Facebook Loophole Makes Your Phone Number a Data Hacking Tool
The hack exploits a tool that’s intended to let anyone find a Facebook user by putting their phone number into a search box. First of all, they can choose not to link their phone numbers to their Facebook profiles.
Within minutes, Facebook responded with thousands of users’ profiles. Facebook recently unveiled a privacy checkup tool which it says helps users to ensure that they are not sharing information they do not want to. It is something that Facebook users can take steps to protect themselves against, but as things stands Moaiandin says it is like “walking into a bank, asking for a few thousand customers” personal information based on their account number, and the bank telling you: “Here are their customer details'”.
“Unfortunately, for the 1.44 billion people now using Facebook, this means that sophisticated hackers and black market sellers can access names and mobile phone numbers in as little as an hour through reverse engineering – at a time when an entire identity can be sold for as little as $5”. Through the hack, the software engineer was able to access numerous profiles’ public detail, which includes names, images, and available locations.

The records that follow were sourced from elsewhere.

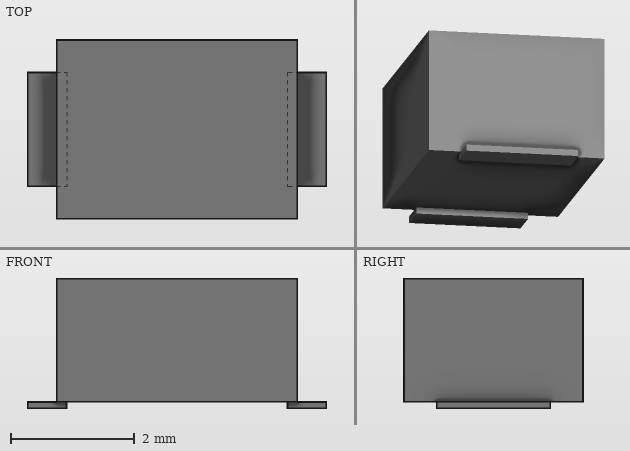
import cadquery as cq

overall_length = 4.84
overall_height = 2.1

terminal_length = 0.635
terminal_width = 1.845
terminal_thickness = 0.1

housing_length = 3.9
housing_width = 2.9
housing_height = overall_height - terminal_thickness


def make_housing():
    """Block whose underside sits on top of the terminals."""
    return (
        cq.Workplane("XY")
        .workplane(offset=terminal_thickness)
        .box(housing_length, housing_width, housing_height, centered=(True, True, False))
    )


def make_terminal(side):
    """Strip at the -X end (side = -1) or the +X end (side = 1)."""
    center_x = side * (overall_length - terminal_length) / 2
    return (
        cq.Workplane("XY")
        .center(center_x, 0)
        .box(terminal_length, terminal_width, terminal_thickness, centered=(True, True, False))
    )


housing = make_housing()
terminals = [make_terminal(side) for side in (-1, 1)]

result = cq.Compound.makeCompound([housing.val(), *[terminal.val() for terminal in terminals]])

By default, this setting is left as accessible to “Everyone/Public”, so anyone with a number generator and access to the Facebook API (neither of which are hard to come by) could gobble up swathes of user data, unless vigilant Facebook users make the appropriate settings changes.
Moaiandin said that this flaw could be a huge phishing problem if no limit is created, and the loophole is discovered by the wrong person. Facebook reportedly dismissed his discovery and refused to call it a vulnerability.
Facebook should go further by “limiting the requests from a single user, and detecting patterns, before moving on to pre-encrypting all of its data”.
If you have added your mobile number to your Facebook account, you can manually configure how it can be used to track you down.
The “Who can search for me?” setting is set to public by default, meaning that even if your mobile number is withheld on the site, it can still be used to find you using this loophole. With a simple cross-check, he was able to identify which of the guessed phone numbers was correct.